SUMMARY: Étienne François explores the way in which the French project of creating "symbolic history" through studies of memory initiated by Pierre Nora's work can be continued in a different national context. For François, it is the question of whether history of memory can be pursued in the German case. François notes that despite Nora's insistence on the exclusivity of the French case, Germans have not less a "neurotic" attitude to their past.
At the same time, François admits that in Germany attitude to the national past memorial projects is profoundly different from the French case. Among such points of difference François notes that if in France national history is usually perceived as a long-term development rooted in the Middle Ages, in Germany looking at the past usually implies focusing on such topics as Nazism or "the second German dictatorship" in GDR. History of memory is problematic in Germany partly because most well known "places of memory" are concentration camps. It is also that in Germany perceptions of national identity are questioned to a greater extent than in France, which is a result of German history divided for the most part of the second half of the 20 th century.
Despite these profound differences, François insists that France and Germany entered the "memorial period" simultaneously about 20 years ago. The Franco-German rapprochement and the development of mass cultural tourism greatly contributed to that process. This "memorial boom" is reflected in three major developments: the growth of and greater attention to memorial events, such as the celebration of "Luther's year" in 1983; the public fascination with historical exhibitions; and the rise in popularity of historical museums. A development parallel to the growth of "memory" in Germany can be noticed in professional historical studies: in Germany, at the roots of the study of memory were Thomas Nipperdey and Reinhart Koselleck, while today the leading scholars in the field are Jan and Alaida Assman. The unification of Germany and the disappearance of the "German question" combined with dramatic improvements in the relationships between Germany and its neighbors created most favorable conditions for German memorial projects.
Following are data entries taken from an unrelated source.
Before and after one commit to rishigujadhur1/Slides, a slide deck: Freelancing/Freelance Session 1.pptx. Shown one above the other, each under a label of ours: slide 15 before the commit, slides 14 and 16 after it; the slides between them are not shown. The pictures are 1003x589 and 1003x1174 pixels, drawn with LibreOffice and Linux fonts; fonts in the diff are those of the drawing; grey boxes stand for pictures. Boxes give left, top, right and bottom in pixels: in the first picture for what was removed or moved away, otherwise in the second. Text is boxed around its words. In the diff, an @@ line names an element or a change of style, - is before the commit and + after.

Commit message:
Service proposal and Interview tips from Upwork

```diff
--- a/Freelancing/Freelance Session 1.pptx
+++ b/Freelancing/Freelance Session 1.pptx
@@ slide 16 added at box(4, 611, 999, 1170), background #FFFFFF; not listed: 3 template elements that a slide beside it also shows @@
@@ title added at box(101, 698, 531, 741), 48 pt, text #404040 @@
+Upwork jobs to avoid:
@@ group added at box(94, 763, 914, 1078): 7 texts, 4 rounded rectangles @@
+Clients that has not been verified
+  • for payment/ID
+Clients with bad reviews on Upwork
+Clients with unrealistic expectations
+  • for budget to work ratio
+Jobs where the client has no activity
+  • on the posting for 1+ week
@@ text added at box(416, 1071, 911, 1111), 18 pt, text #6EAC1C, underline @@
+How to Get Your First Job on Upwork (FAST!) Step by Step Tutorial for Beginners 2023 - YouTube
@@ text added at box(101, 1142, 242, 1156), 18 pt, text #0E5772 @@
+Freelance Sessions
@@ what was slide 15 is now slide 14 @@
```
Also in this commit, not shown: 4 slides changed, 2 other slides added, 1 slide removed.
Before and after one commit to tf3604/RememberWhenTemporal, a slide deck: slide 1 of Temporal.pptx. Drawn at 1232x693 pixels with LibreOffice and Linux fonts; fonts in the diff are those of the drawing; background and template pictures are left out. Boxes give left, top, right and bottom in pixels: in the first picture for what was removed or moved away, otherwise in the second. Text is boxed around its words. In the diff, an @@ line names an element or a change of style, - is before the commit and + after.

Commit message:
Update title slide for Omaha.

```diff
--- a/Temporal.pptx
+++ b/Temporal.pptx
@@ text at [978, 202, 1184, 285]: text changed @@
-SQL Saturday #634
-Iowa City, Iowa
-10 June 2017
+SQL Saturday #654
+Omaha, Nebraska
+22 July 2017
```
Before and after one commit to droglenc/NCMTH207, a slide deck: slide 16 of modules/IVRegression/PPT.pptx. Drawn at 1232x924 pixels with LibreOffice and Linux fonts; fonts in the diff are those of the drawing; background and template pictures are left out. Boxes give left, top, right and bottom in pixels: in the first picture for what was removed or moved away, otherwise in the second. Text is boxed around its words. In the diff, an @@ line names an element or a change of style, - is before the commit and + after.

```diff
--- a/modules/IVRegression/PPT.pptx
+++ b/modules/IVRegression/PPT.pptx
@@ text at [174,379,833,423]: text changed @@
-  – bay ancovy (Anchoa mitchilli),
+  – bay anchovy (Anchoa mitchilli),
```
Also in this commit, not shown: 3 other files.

François touches upon the work of the conferences on "Nation and Emotion" held in Berlin in October 1993 and May 1995. At these events researchers agreed that the paradigm of "places of memory" that allows to create a symbolic history of a nation can be successfully implemented not only in France but elsewhere. The second conclusion of researchers was that it was impossible to replicate the French case in other national traditions. François notes four major principles that emerged out of the French-German cooperation in the studies of memory: the first is the preservation of a critical attitude to one's own work and resistance to temptations to legitimate the existing political situation; second, the specifics of German history required more attention to conflicts, ruptures, and breaks in the past; third, such research should be open and pluralistic with respect to chronology and geography, without limiting one's project to XIX and XX centuries or to the national level; finally, the pan-European context should be always taken into account, for varieties of national memory are often shaped by or in contact with "foreigners".
In the last paragraphs of his contribution François informs the reader about the seminar on cultural memory that he and Hagen Schulze conducted in Berlin, as well as touches upon the structure and methodology of the project of German "places of memory" study. François explains the decision to structure the project around the list of key memorial terms, such as "Reich", "Leistung", "Schuld", etc. François ends his article by pointing out the importance of German cultural memory in European context and in German national history. Tony Judt explores the emergence of Pierre Nora's project of describing the French places of memory by locating it in the context of transformations that France was undergoing in the post-World War II period. As Judt argues, in 1956 France still reminded one the France of 1856 in terms of the social composition of its population, the structure of its economy defined by late industrialization and the importance of agriculture, and the authoritarian political regime. In the 1960s, fundamental changes in the economy led to the growth of urbanization. Rising prosperity undermined the position of the French Communist party and the departure of Charles de Gaulle combined with Mitterand's reluctance to pursue radically socialist policies left behind most divisive political distinctions between the conservative France and the left France. At the same time, the decline in importance of the French language combined with the revival of interest in regional identities and the loss of the French dominant position in world and European affairs contributed to the French perception that by 1980s their country was simultaneously undergoing several transformations: France was shrinking, breaking apart, and loosing its traditional identity. Pierre Nora's project was initiated during this period of flux and uncertainty. Thus, Nora's project was a response to the sense of loss of traditional France in public consciousness and an attempt to fixate in historical categories elements of public memory.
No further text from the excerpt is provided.